Step 5: Test and Benchmark
Run the profiler to test the performance of the remaining kernels. You can selectively run specific GEMM configurations to evaluate performance and identify any other potential issues.
This step-by-step guide demonstrates a practical approach to resolving the SMEM capacity issue by excluding a specific kernel. You can adapt this approach to exclude other kernels or experiment with other solutions, such as adjusting tile sizes or optimizing data types. Remember to benchmark your changes to ensure optimal performance.
Conclusion
Encountering the "SMEM usage exceeded capacity" error when building the CUTLASS profiler on Jetson AGX Thor can be frustrating, but with a systematic approach and a clear understanding of the underlying issues, it can be effectively resolved. This article has provided a comprehensive guide to diagnosing the problem, exploring potential solutions, and implementing practical workarounds.
By understanding the limitations of shared memory on the SM100 architecture and how CUTLASS kernels utilize this resource, you can make informed decisions about build configurations and kernel selections. Excluding problematic kernels, adjusting tile sizes, optimizing data types, and modifying shared memory configurations are all viable strategies for addressing this issue.
Remember that the optimal solution might vary depending on your specific use case and performance requirements. It's crucial to test and benchmark different approaches to find the right balance between functionality and performance.

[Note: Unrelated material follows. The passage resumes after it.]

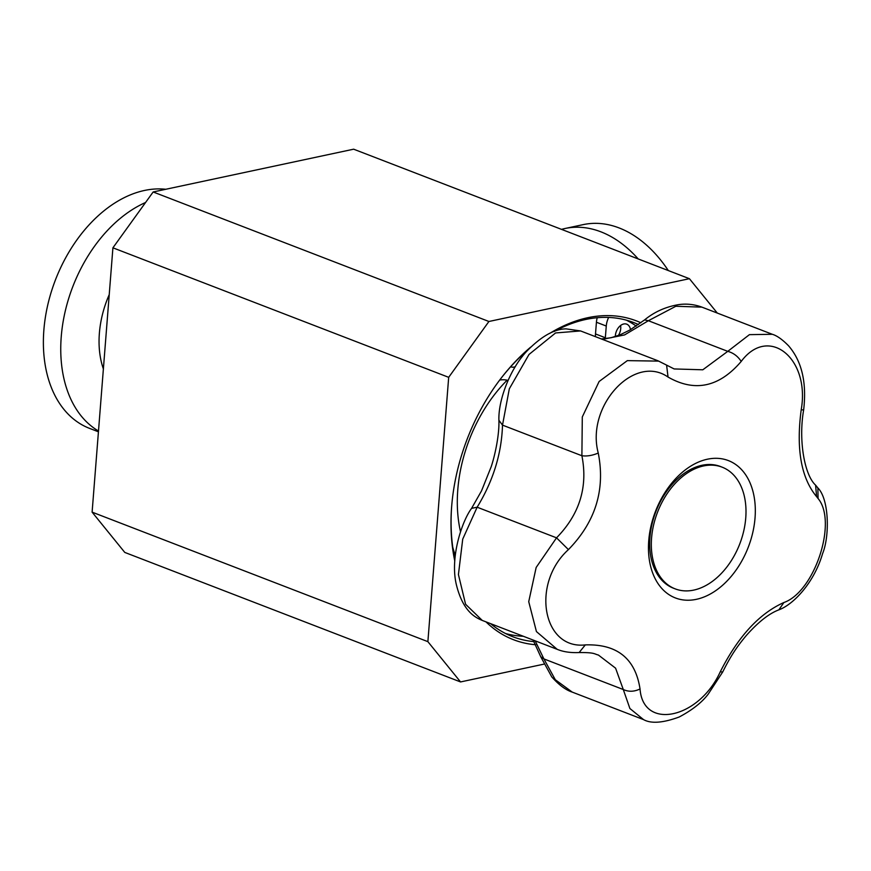 <?xml version="1.0" encoding="UTF-8"?>
<svg xmlns="http://www.w3.org/2000/svg" width="871" height="871" viewBox="0 0 871 871"><rect width="100%" height="100%" fill="white"/><g stroke="black" fill="none" stroke-linecap="round" stroke-linejoin="round"><path stroke-width="1.31" d="M668.307 270.554A126.241 85.162 -102 0 0 619.063 227.919A126.241 85.162 -102 0 0 583.265 224.609L565.039 228.496A126.241 85.162 -102 0 0 561.523 229.367M638.214 258.948A126.241 85.162 -102 0 0 600.838 231.806A126.241 85.162 -102 0 0 565.039 228.496M717.29 313.059L689.418 278.698L353.648 149.191L153.154 191.968L112.914 247.81L92.108 512.137L124.782 552.421L460.552 681.939L543.798 664.17M689.418 278.698L488.914 321.486L448.685 377.328L427.879 641.655L460.552 681.939M640.893 322.782A170.847 115.418 111.1 0 0 549.579 333.473M530.722 347.104A170.847 115.418 111.1 0 0 500.934 378.428A170.847 115.418 111.1 0 0 451.69 506.084A170.847 115.418 111.1 0 0 454.793 561.066M485.964 621.85A170.847 115.418 111.1 0 0 535.73 644.758M636.233 326.081A168.321 113.709 111.1 0 0 626.445 320.18M505.583 633.533A168.321 113.709 111.1 0 0 523.351 636.276M98.434 431.809L89.582 428.39A126.241 85.282 -68.9 0 1 51.748 290.402A126.241 85.282 -68.9 0 1 165.795 189.279M92.108 512.137L427.879 641.655M112.914 247.81L448.685 377.328M153.154 191.968L488.914 321.486M103.377 368.923A84.16 56.855 -68.9 0 1 109.223 294.648M638.443 324.567A168.321 113.709 111.1 0 0 633.827 322.608A168.321 113.709 111.1 0 0 554.13 331.535M528.512 349.358A168.321 113.709 111.1 0 0 500.607 378.852M451.733 505.55A168.321 113.709 111.1 0 0 454.891 559.487M490.569 623.636A168.321 113.709 111.1 0 0 512.681 636.69A168.321 113.709 111.1 0 0 534.021 641.611M98.488 431.014A126.241 85.282 -68.9 0 1 64.247 315.694A126.241 85.282 -68.9 0 1 145.566 202.497M460.498 531.658A126.241 85.282 -68.9 0 1 507.118 380.202M455.272 555.328A154.428 104.335 -68.9 0 1 452.757 547.228M597.245 317.719A16.832 11.367 111.1 0 0 596.428 322.248L595.503 333.952A24.41 16.484 111.1 0 0 595.416 336.663M620.588 325.514A10.517 7.11 -68.9 0 1 618.377 335.487M608.644 317.436A16.832 11.367 111.1 0 0 606.27 326.037L605.345 337.752A24.41 16.484 111.1 0 0 605.291 338.743M499.682 380.061A37.867 25.586 -68.9 0 1 507.423 380.268A24.41 16.484 111.1 0 0 508.043 380.398M522.448 354.769A10.517 7.11 -68.9 0 1 522.415 355.444A10.517 7.11 -68.9 0 1 522.273 356.609M515.284 366.68A10.517 7.11 -68.9 0 1 511.037 366.876A10.517 7.11 -68.9 0 1 510.7 366.735M615.329 336.544A10.517 7.11 -68.9 0 1 615.372 335.607A10.517 7.11 -68.9 0 1 626.75 324.175A10.517 7.11 -68.9 0 1 630.484 329.674M818.065 498.506L816.606 496.655C801.135 477.994 796.007 449.022 801.211 409.74C810.259 358.275 768.538 324.687 741.21 361.432C719.185 387.17 694.797 392.375 668.035 377.045C634.186 353.365 585.66 406.213 598.257 453.051C605.443 489.676 595.503 521.86 568.425 549.612C530.885 583.526 542.622 649.766 585.301 644.899C617.104 643.854 635.34 658.541 640.033 688.961C643.125 730.682 698.89 718.782 720.241 671.846C738.042 636.636 759.262 613.522 783.9 602.514C814.69 591.79 837.684 521.773 818.065 498.506L817.869 487.934C829.159 499.094 829.813 536.111 822.594 553.575C814.396 582.035 793.993 604.278 778.837 609.863L783.9 602.514M755.037 517.929A73.61 49.734 -68.9 0 1 670.539 595.612A73.61 49.734 -68.9 0 1 680.099 474.26A73.61 49.734 -68.9 0 1 755.037 517.929M675.188 588.872L673.544 588.241A65.227 44.062 -68.9 0 1 655.907 511.527A65.227 44.062 -68.9 0 1 720.491 466.529L722.135 467.172A65.227 44.062 111.1 0 0 657.681 511.821A65.227 44.062 111.1 0 0 674.731 588.698A65.227 44.062 111.1 0 0 675.188 588.872A65.227 44.062 111.1 0 0 739.773 543.885A65.227 44.062 111.1 0 0 722.135 467.172M602.471 339.385L624.594 334.91L648.372 320.724L675.842 306.265L701.928 307.136L772.316 334.29C776.986 335.673 782.387 339.505 788.56 345.798C798.968 357.883 807.493 377.23 803.639 409.991L801.211 409.74M803.639 409.991C798.402 439.909 804.303 474.804 815.594 485.147L816.606 496.655M772.316 334.29L749.43 334.649L727.764 351.351C733.382 352.897 737.857 356.261 741.21 361.432M701.928 307.136L701.928 307.136C694.187 304.317 686.37 303.489 678.465 304.654C665.553 306.864 654.263 311.96 644.584 319.918L648.372 320.724L727.764 351.351L702.799 369.794L674.154 368.945L666.598 365.112L668.035 377.045M658.781 361.117L627.338 360.627L599.128 381.487L582.296 416.948L581.893 455.74C586.923 456.437 592.378 455.533 598.257 453.051M666.576 365.101L657.953 360.779L580.587 330.936L555.567 332.951L529.013 354.453L509.317 388.814L502.502 425.124L498.909 420.268C499.41 434.422 495.218 454.51 491.255 466.573L481.532 490.863L471.581 508.359L477.145 507.205L556.536 537.832L536.155 567.467L528.73 601.676L536.438 631.584L557.211 649.341L482.251 620.424L465.582 604.256L458.429 574.566L462.719 539.138L477.145 507.205C493.171 480.966 501.631 453.595 502.502 425.124L581.893 455.74C588.045 486.922 579.585 514.282 556.536 537.832L568.425 549.612M557.211 649.341L557.222 649.341C563.276 651.846 570.57 652.923 579.117 652.553L585.301 644.899M579.161 652.553C595.089 652.412 594.055 654.012 598.399 655.036L615.579 668.166L623.288 689.527C628.633 691.966 634.208 691.781 640.033 688.961M643.549 719.609L572.236 692.107L555.295 679.728L543.896 658.912L623.288 689.527L629.896 708.515L643.56 719.62C651.116 723.834 662.994 722.963 679.184 717.007C692.282 710.039 701.972 702.396 708.243 694.089L722.701 671.977L720.241 671.846M722.701 671.977C731.596 654.165 737.791 645.792 746.142 635.699C757.988 622.275 768.832 613.685 778.685 609.918L778.837 609.863M533.085 640.033L540.76 656.778L543.896 658.912L535.164 640.827M644.584 319.918L630.005 329.957L620.174 334.78L611.104 337.73L601.338 338.939M498.909 420.268L498.909 420.181C498.179 400.802 509.611 369.152 527.009 350.98C541.261 336.38 554.272 329.009 566.063 328.868L580.587 330.936M605.345 337.752L595.503 333.952M606.27 326.037L596.428 322.248M815.659 485.223L817.858 487.912M482.262 620.424C474.249 617.147 462.708 610.56 456.328 584.528C449.806 557.222 462.131 520.902 471.581 508.359M572.214 692.097C565.736 690.028 558.921 684.954 551.746 676.865L540.76 656.799"/></g></svg>

By following the steps outlined in this guide, you can overcome the SMEM capacity issue and successfully build the CUTLASS profiler, enabling you to test and benchmark GEMM performance on your Jetson AGX Thor. This empowers you to optimize your applications and leverage the full potential of the hardware.
For further information on CUTLASS and GPU programming, consider exploring resources such as the official NVIDIA documentation and the CUTLASS GitHub repository. You can find valuable insights and best practices at NVIDIA Developer Website.